Und nun das Allertollste, was einem Staatsbürger passieren kann: er hat für den Reisetag um elf Uhr vormittags eine Vorladung vors Amtsgericht erhalten. In einer Vormundschaftsangelegenheit. Die Sekretärin erinnert ihn daran, sonst hätte er den Termin versäumt.

Wenigstens braucht er auf dem trostlosen Korridor des Amtsgerichts nicht zu warten und wird sogleich aufgerufen. Diese Amtsgebäude mit ihrer Kurellabrustpulverfarbe hasst er. Und ebenso diese staubigen Aktenbündel, diese grauen Bürogesichter, diese eingeschlossene Luft in den überheizten Räumen. Warum man ihm das antun müsse, ausgerechnet ihm, der kaum Musse finde, sich mit seinen eigenen Kindern zu beschäftigen? Da gebe es in seiner Villenstrasse Dutzende von behäbigen Rentiers, die ein solches Ehrenamt doch mit viel grösserer Wonne und Sorgfalt ausüben könnten ... „Wie sind Sie bloss auf mich verfallen, Herr Amtsgerichtsrat?“

Der lederfarbene Herr mit der Stahlbrille schlägt das tütenblaue Heft auf. „Es handelt sich um die Hinterbliebenen eines Angestellten aus Ihrem Büro, der vor kurzem verstorben ist. Es hält so schwer, Herr Olshagen, für all die armen Menschenkinder den richtigen Vormund zu finden. Auf der Liste stehen Sie längst. Nun las ich in der Aufnahme, dass Sie dem Manne das Gnadenvierteljahrsgehalt bewilligt haben, nahm also an, Sie waren mit ihm zufrieden, wissen auch etwas Bescheid über die Verhältnisse, unter denen er seine Kinder zurückgelassen hat. Es sind Zwillinge, Mädchen, fünf Jahre alt. Der Verstorbene war sechs Jahr in Ihrem Büro als Modellzeichner tätig. Heimsöth. Peter Heimsöth.“

„Möglich. Aber gesehen hab’ ich ihn nie. Wissentlich nickt. Das Zeichenbüro hier arbeitet unter dem Diplom-Ingenieur Wessel, der wird ihn natürlich genau gekannt haben. Auf Wessels Vorschlag ist gewiss auch das Geld angewiesen worden.“ Er überfliegt die Papiere, die ihm der Amtsgerichtsrat hinschiebt. „Richtig, ich habe die Zuschrift selbst unterzeichnet. Ja, aber bedenken Sie, Herr Amtsgerichtsrat, die Firma beschäftigt im ganzen neunzehntausend Arbeiter, Angestellte und Beamte.

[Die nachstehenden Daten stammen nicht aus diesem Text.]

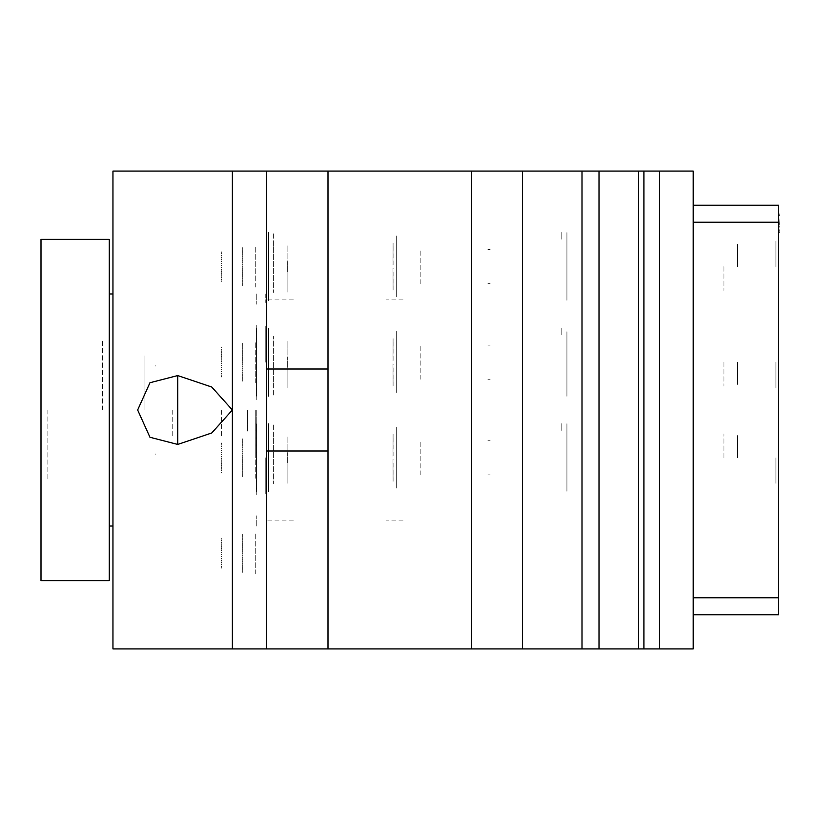 <?xml version="1.0" encoding="UTF-8"?>
<svg xmlns="http://www.w3.org/2000/svg" width="820" height="820" viewBox="0 0 820 820"><rect width="100%" height="100%" fill="white"/><g stroke="black" fill="none" stroke-linecap="round" stroke-linejoin="round"><path stroke-width="0.61" stroke-dasharray="4.1 3.07" d="M595.033 648.958L599.03 648.958M485.009 648.958L467.943 648.958M267.761 299.054L293.909 299.054M403.081 299.054L386.015 299.054M267.761 520.946L293.909 520.946M403.081 520.946L386.015 520.946M485.009 171.042L467.943 171.042M693.248 614.826L693.248 597.759L693.248 614.826M693.248 222.24L693.248 205.174L693.248 222.24M599.03 171.042L595.033 171.042M327.979 432.642L327.979 450.969M266.531 369.031L266.531 450.969M327.979 369.031L327.979 387.358M41 526.071L41 580.683L41 526.071M41 239.317L41 293.929L41 239.317M41 410L41 333.186L41 410M109.275 580.683L109.275 526.071L109.275 580.683M109.275 293.929L109.275 239.317L109.275 293.929M109.275 410L109.275 333.186L109.275 410M102.449 410L102.449 340.023L102.449 410M47.826 410L47.826 479.977L47.826 410M778.59 222.24L778.59 205.174M778.59 614.826L778.59 597.759M778.59 232.48L778.59 235.832M778.59 362.204L778.59 336.6L778.59 362.204M778.59 457.796L778.59 432.191L778.59 457.796M778.59 553.377L778.59 587.52L778.59 553.377M775.884 266.623L775.884 241.018L775.884 266.623M737.621 266.623L737.621 244.432L737.621 266.623M723.968 266.623L723.968 290.516L723.968 266.623M638.626 266.623L638.626 296.666L638.626 266.623M566.938 266.623L566.938 231.629L566.938 266.623M566.938 300.376L566.938 236.139L566.938 300.376M566.938 296.912L566.938 239.184L566.938 296.912M266.531 266.623L266.531 230.779L266.531 266.623M266.531 300.755L266.531 232.48L266.531 300.755M268.56 300.755L268.56 232.48L268.56 300.755M273.357 240.793L273.357 292.443L273.357 240.793M273.357 266.623L273.357 232.48L273.357 266.623M561.813 236.139L561.813 232.48L561.813 236.139M420.147 283.689L420.147 249.557L420.147 283.689M396.255 296.912L396.255 235.904L396.255 296.912M396.255 266.623L396.255 292.228L396.255 266.623M561.813 239.184L561.813 235.904L561.813 239.184M490.124 249.557L487.9 249.557L490.124 249.557M490.124 283.689L487.9 283.689L490.124 283.689M287.143 266.623L287.143 292.228L287.143 266.623M393.046 264.911L393.046 243.068L393.016 264.911M287.277 271.748L287.277 261.498L287.277 271.748M287.143 287.963L287.143 245.282L287.143 287.963M393.016 268.335L393.046 290.178L393.046 268.335M265.813 293.929L265.813 302.467L265.813 293.929M266.531 293.929L266.531 232.48L266.531 293.929M256.291 526.071L256.291 515.821L256.291 526.071M256.291 293.929L256.291 304.179L256.291 293.929M256.291 457.796L256.291 420.24L256.291 457.796M256.291 362.204L256.291 399.76L256.291 362.204M256.291 410L256.291 420.373L256.291 410M256.291 454.68L256.291 495.341L256.291 454.68M256.291 365.32L256.291 324.659L256.291 365.32M255.778 573.856L255.778 532.897L255.778 573.856M255.778 478.275L255.778 437.306L255.778 478.275M255.778 382.694L255.778 341.725L255.778 382.694M255.778 287.103L255.778 246.143L255.778 287.103M221.636 410L221.636 437.306L221.636 410M221.636 568.116L221.636 567.594L221.636 568.116M221.636 566.548L221.636 565.974L221.636 566.548M221.636 564.836L221.636 564.221L221.636 564.836M221.636 563.002L221.636 562.346L221.636 563.002M221.636 561.064L221.636 560.367L221.636 561.064M221.636 559.035L221.636 558.317L221.636 559.035M221.636 556.944L221.636 556.216L221.636 556.944M221.636 554.822L221.636 554.084L221.636 554.822M221.636 552.68L221.636 551.932L221.636 552.68M221.636 550.538L221.636 549.81L221.636 550.538M221.636 548.436L221.636 547.719L221.636 548.436M221.636 546.386L221.636 545.689L221.636 546.386M221.636 544.408L221.636 543.752L221.636 544.408M221.636 542.532L221.636 541.918L221.636 542.532M221.636 540.78L221.636 540.206L221.636 540.78M221.636 539.16L221.636 538.637L221.636 539.16M221.636 472.535L221.636 472.012L221.636 472.535M221.636 470.967L221.636 470.393L221.636 470.967M221.636 469.255L221.636 468.64L221.636 469.255M221.636 467.42L221.636 466.764L221.636 467.42M221.636 465.473L221.636 464.786L221.636 465.473M221.636 463.454L221.636 462.736L221.636 463.454M221.636 461.363L221.636 460.635L221.636 461.363M221.636 459.231L221.636 458.493L221.636 459.231M221.636 457.088L221.636 456.351L221.636 457.088M221.636 454.956L221.636 454.218L221.636 454.956M221.636 452.845L221.636 452.138L221.636 452.845M221.636 450.795L221.636 450.108L221.636 450.795M221.636 448.827L221.636 448.161L221.636 448.827M221.636 446.951L221.636 446.326L221.636 446.951M221.636 445.188L221.636 444.614L221.636 445.188M221.636 443.569L221.636 443.046L221.636 443.569M221.636 376.954L221.636 376.431L221.636 376.954M221.636 375.386L221.636 374.812L221.636 375.386M221.636 373.674L221.636 373.049L221.636 373.674M221.636 371.839L221.636 371.173L221.636 371.839M221.636 369.892L221.636 369.205L221.636 369.892M221.636 367.862L221.636 367.155L221.636 367.862M221.636 365.781L221.636 365.043L221.636 365.781M221.636 363.649L221.636 362.911L221.636 363.649M221.636 361.507L221.636 360.769L221.636 361.507M221.636 359.365L221.636 358.637L221.636 359.365M221.636 357.264L221.636 356.546L221.636 357.264M221.636 355.214L221.636 354.527L221.636 355.214M221.636 353.236L221.636 352.579L221.636 353.236M221.636 351.36L221.636 350.745L221.636 351.36M221.636 349.607L221.636 349.033L221.636 349.607M221.636 347.987L221.636 347.465L221.636 347.987M221.636 281.362L221.636 280.84L221.636 281.362M221.636 279.794L221.636 279.22L221.636 279.794M221.636 278.082L221.636 277.467L221.636 278.082M221.636 276.248L221.636 275.592L221.636 276.248M221.636 274.31L221.636 273.613L221.636 274.31M221.636 272.281L221.636 271.563L221.636 272.281M221.636 270.19L221.636 269.462L221.636 270.19M221.636 268.068L221.636 267.32L221.636 268.068M221.636 265.916L221.636 265.178L221.636 265.916M221.636 263.784L221.636 263.056L221.636 263.784M221.636 261.683L221.636 260.965L221.636 261.683M221.636 259.632L221.636 258.935L221.636 259.632M221.636 257.654L221.636 256.998L221.636 257.654M221.636 255.778L221.636 255.163L221.636 255.778M221.636 254.026L221.636 253.452L221.636 254.026M221.636 252.406L221.636 251.883L221.636 252.406M172.21 410L172.21 437.306L172.21 410M155.134 366.151L155.134 365.617L155.134 366.151M144.894 410L144.894 355.808L144.894 410M155.134 453.849L155.134 454.382L155.134 453.849M242.761 572.36L242.761 571.796L242.761 572.36M242.761 571.458L242.761 570.751L242.761 571.458M242.761 570.351L242.761 569.521L242.761 570.351M242.761 569.059L242.761 568.116L242.761 569.059M242.761 567.594L242.761 566.548L242.761 567.594M242.761 565.974L242.761 564.836L242.761 565.974M242.761 564.221L242.761 563.002L242.761 564.221M242.761 562.346L242.761 561.064L242.761 562.346M242.761 560.367L242.761 559.035L242.761 560.367M242.761 558.317L242.761 556.944L242.761 558.317M242.761 556.216L242.761 554.822L242.761 556.216M242.761 554.084L242.761 552.68L242.761 554.084M242.761 551.932L242.761 550.538L242.761 551.932M242.761 549.81L242.761 548.436L242.761 549.81M242.761 547.719L242.761 546.386L242.761 547.719M242.761 545.689L242.761 544.408L242.761 545.689M242.761 543.752L242.761 542.532L242.761 543.752M242.761 541.918L242.761 540.78L242.761 541.918M242.761 540.206L242.761 539.16L242.761 540.206M242.761 538.637L242.761 537.694L242.761 538.637M242.761 537.233L242.761 536.403L242.761 537.233M242.761 536.003L242.761 535.296L242.761 536.003M242.761 534.958L242.761 534.394L242.761 534.958M242.761 476.779L242.761 476.205M242.761 475.866L242.761 475.169M242.761 474.77L242.761 473.939M242.761 473.478L242.761 472.535M242.761 472.012L242.761 470.967M242.761 470.393L242.761 469.255M242.761 468.64L242.761 467.42M242.761 466.764L242.761 465.473M242.761 464.786L242.761 463.454M242.761 462.736L242.761 461.363M242.761 460.635L242.761 459.231M242.761 458.493L242.761 457.088M242.761 456.351L242.761 454.956M242.761 454.218L242.761 452.845M242.761 452.138L242.761 450.795M242.761 450.108L242.761 448.827M242.761 448.161L242.761 446.951M242.761 446.326L242.761 445.188M242.761 444.614L242.761 443.569M242.761 443.046L242.761 442.113M242.761 441.642L242.761 440.822M242.761 440.412L242.761 439.715L242.761 440.412M242.761 439.376L242.761 438.803L242.761 439.376M242.761 381.197L242.761 380.623L242.761 381.197M242.761 380.285L242.761 379.588L242.761 380.285M242.761 379.178L242.761 378.358L242.761 379.178M242.761 377.887L242.761 376.954L242.761 377.887M242.761 376.431L242.761 375.386L242.761 376.431M242.761 374.812L242.761 373.674L242.761 374.812M242.761 373.049L242.761 371.839L242.761 373.049M242.761 371.173L242.761 369.892L242.761 371.173M242.761 369.205L242.761 367.862L242.761 369.205M242.761 367.155L242.761 365.781L242.761 367.155M242.761 365.043L242.761 363.649L242.761 365.043M242.761 362.911L242.761 361.507L242.761 362.911M242.761 360.769L242.761 359.365L242.761 360.769M242.761 358.637L242.761 357.264L242.761 358.637M242.761 356.546L242.761 355.214L242.761 356.546M242.761 354.527L242.761 353.236L242.761 354.527M242.761 352.579L242.761 351.36L242.761 352.579M242.761 350.745L242.761 349.607L242.761 350.745M242.761 349.033L242.761 347.987L242.761 349.033M242.761 347.465L242.761 346.522L242.761 347.465M242.761 346.06L242.761 345.23L242.761 346.06M242.761 344.83L242.761 344.133L242.761 344.83M242.761 343.795L242.761 343.221L242.761 343.795M242.761 285.606L242.761 285.042L242.761 285.606M242.761 284.704L242.761 283.997L242.761 284.704M242.761 283.597L242.761 282.767L242.761 283.597M242.761 282.305L242.761 281.362L242.761 282.305M242.761 280.84L242.761 279.794L242.761 280.84M242.761 279.22L242.761 278.082L242.761 279.22M242.761 277.467L242.761 276.248L242.761 277.467M242.761 275.592L242.761 274.31L242.761 275.592M242.761 273.613L242.761 272.281L242.761 273.613M242.761 271.563L242.761 270.19L242.761 271.563M242.761 269.462L242.761 268.068L242.761 269.462M242.761 267.32L242.761 265.916L242.761 267.32M242.761 265.178L242.761 263.784L242.761 265.178M242.761 263.056L242.761 261.683L242.761 263.056M242.761 260.965L242.761 259.632L242.761 260.965M242.761 258.935L242.761 257.654L242.761 258.935M242.761 256.998L242.761 255.778L242.761 256.998M242.761 255.163L242.761 254.026L242.761 255.163M242.761 253.452L242.761 252.406L242.761 253.452M242.761 251.883L242.761 250.94L242.761 251.883M242.761 250.479L242.761 249.649L242.761 250.479M242.761 249.249L242.761 248.542L242.761 249.249M242.761 248.204L242.761 247.64L242.761 248.204M256.414 478.275L256.414 437.306M256.414 423.919L256.414 491.928L256.414 423.919M255.778 410L255.778 456.371L255.778 410M266.531 428.337L266.531 442.021L266.531 428.337M265.813 457.796L265.813 493.64L265.813 457.796M566.938 457.796L566.938 422.802L566.938 457.796M266.531 442.021L266.531 425.611L266.531 442.021M268.56 491.928L268.56 423.653L268.56 491.928M273.357 431.966L273.357 483.615L273.357 431.966M273.357 457.796L273.357 423.653L273.357 457.796M566.938 427.302L566.938 491.539L566.938 427.302M561.813 427.302L561.813 423.653L561.813 427.302M420.147 474.862L420.147 440.719L420.147 474.862M396.255 488.084L396.255 427.066L396.255 488.084M396.255 457.796L396.255 483.4L396.255 457.796M566.938 430.356L566.938 488.084L566.938 430.356M561.813 430.356L561.813 427.066L561.813 430.356M638.626 457.796L638.626 427.753L638.626 457.796M723.968 457.796L723.968 433.893L723.968 457.796M737.621 457.796L737.621 435.604L737.621 457.796M775.884 457.796L775.884 483.4L775.884 457.796M490.124 440.719L487.9 440.719L490.124 440.719M490.124 474.862L487.9 474.862L490.124 474.862M287.143 457.796L287.143 483.4L287.143 457.796M393.046 456.084L393.046 434.241L393.016 456.084M287.277 462.91L287.277 452.671L287.277 462.91M287.143 479.126L287.143 436.455L287.143 479.126M393.016 459.507L393.046 481.35L393.046 459.507M266.531 391.663L266.531 377.979L266.531 391.663M256.414 366.437L256.414 328.072L256.414 366.437M265.813 362.204L265.813 326.36L265.813 362.204M566.938 362.204L566.938 397.198L566.938 362.204M266.531 377.979L266.531 394.389L266.531 377.979M268.56 396.347L268.56 328.072L268.56 396.347M256.414 382.694L256.414 341.725L256.414 382.694M273.357 388.034L273.357 336.385L273.357 388.034M273.357 362.204L273.357 396.347L273.357 362.204M566.938 331.721L566.938 395.957L566.938 331.721M561.813 331.721L561.813 328.072L561.813 331.721M420.147 379.281L420.147 345.138L420.147 379.281M396.255 392.503L396.255 331.485L396.255 392.503M396.255 362.204L396.255 387.809L396.255 362.204M566.938 334.775L566.938 392.503L566.938 334.775M561.813 334.775L561.813 331.485L561.813 334.775M638.626 362.204L638.626 392.247L638.626 362.204M723.968 362.204L723.968 386.107L723.968 362.204M737.621 362.204L737.621 384.395L737.621 362.204M775.884 362.204L775.884 387.809L775.884 362.204M490.124 345.138L487.9 345.138L490.124 345.138M490.124 379.281L487.9 379.281L490.124 379.281M287.143 362.204L287.143 387.809L287.143 362.204M393.046 360.492L393.046 338.65L393.016 360.492M287.277 367.329L287.277 357.089L287.277 367.329M287.143 383.545L287.143 340.874L287.143 383.545M393.016 363.916L393.046 385.759L393.046 363.916M247.312 410L247.312 431.34L247.312 410M256.414 491.928L256.414 423.653L256.414 491.928M256.414 396.347L256.414 328.072L256.414 396.347"/><path stroke-width="1.23" d="M177.776 375.601L149.988 382.714L137.698 410L149.988 437.285L177.776 444.399L177.776 375.601L211.816 387.019L232.388 410L232.388 171.042L112.914 171.042L112.914 648.958L581.954 648.958L581.954 171.042L638.626 171.042L638.626 648.958L581.954 648.958M471.356 648.958L471.356 171.042L581.954 171.042M266.531 648.958L266.531 171.042L327.979 171.042L327.979 648.958M693.248 597.759L778.59 597.759L778.59 614.826L693.248 614.826M693.248 205.174L778.59 205.174L778.59 597.759M778.59 232.48L778.59 587.52M232.388 648.958L232.388 410L211.816 432.981L177.776 444.399M659.628 648.958L659.628 171.042L693.248 171.042L693.248 648.958L638.626 648.958M659.628 171.042L643.946 171.042L643.946 648.958M643.946 171.042L638.626 171.042M327.979 171.042L471.356 171.042M266.531 450.969L327.979 450.969M266.531 369.031L327.979 369.031M232.388 171.042L266.531 171.042M109.275 293.929L112.914 293.929M109.275 526.071L112.914 526.071M41 580.683L41 239.317L109.275 239.317L109.275 580.683L41 580.683M778.59 231.117L779 232.48M778.59 227.027L779 231.117M778.59 224.29L779 227.027M778.59 215.414L779 224.29M778.59 212.001L779 215.414M522.555 648.958L522.555 171.042M693.248 222.24L778.59 222.24M599.03 648.958L599.03 171.042"/></g></svg>

Übrigens muss der Mann doch auch von einer Sterbekasse bedacht worden sein, nicht?“

„Das ist alles restlos verbraucht. Die lange Krankheit, Rückstände, Beerdigungskosten. Die Schwester des Toten war in der vorigen Woche bei mir. Die Not scheint dort gross zu sein. Das junge Ding hat wohl etwas übertriebene Hoffnungen, macht sich einen falschen Begriff von den Funktionen eines Vormunds, jedenfalls war sie sehr beglückt davon, dass der hohe Chef persönlich mit dem Ehrenamt betraut worden ist.“

Bernt lächelt. „Zunächst ein grundlegender Irrtum, denn der hohe Chef bin nicht ich. Und zweitens ein Beweis dafür, dass sie den Seniorchef der Firma durchaus unrichtig einschätzt. Droeseke in Heinersbach ist nichts als eine Rechenmaschine und belastet sein Gemüt niemals mit Sentimentalitäten. Können ja sehen, ob sich noch etwas von der Firma herausschlagen lässt. Immerhin, wenn der Mann sechs Jahre auf dem Werk gearbeitet hat und Wessel mit ihm zufrieden war ... Ich lasse mir noch berichten ... Ob ich mir die Kinder mal ansehen will? Aber selbstverständlich. Nur bin ich gerade im Begriff, für zehn Tage auf Reisen zu gehn. Ich habe mir die kurze Frist sauer verdient. Sie haben kaum eine Vorstellung davon, was alles auf mir herumklaviert. Und wer ist der Gegenvormund, Herr Amtsgerichtsrat?“

„Habe ich gar nicht erst ernannt. Das ist nur gesetzliche Vorschrift, wenn sich’s um die Verwaltung grösserer Vermögen handelt. Aber das Heimsöthsche ist leicht zu übersehen: Plus minus null. Nähere Verwandte sind ausser Heimsöths Schwester nicht vorhanden, bloss von seiten seiner Frau ein paar entfernte Tanten in Dänemark. Heimsöth habe sich in seiner Not einmal um Unterstützung an sie gewandt, berichtete mir seine Schwester, aber es sei niemals eine Antwort erfolgt. Ich darf Sie also verpflichten, Herr Olshagen ... Hier sind die Papiere; die Ausfertigung erhalten Sie durch die Gerichtsschreiberei.“

Händedruck. Abgemacht. Um eine Ehrenlast reicher verlässt Bernt das Gebäude mit dem Schutzanstrich gegen Lustempfindungen und gibt seinem Chauffeur die Adresse der Zwillingsfamilie. Es ist irgendwo in der Drehe von Schmargendorf.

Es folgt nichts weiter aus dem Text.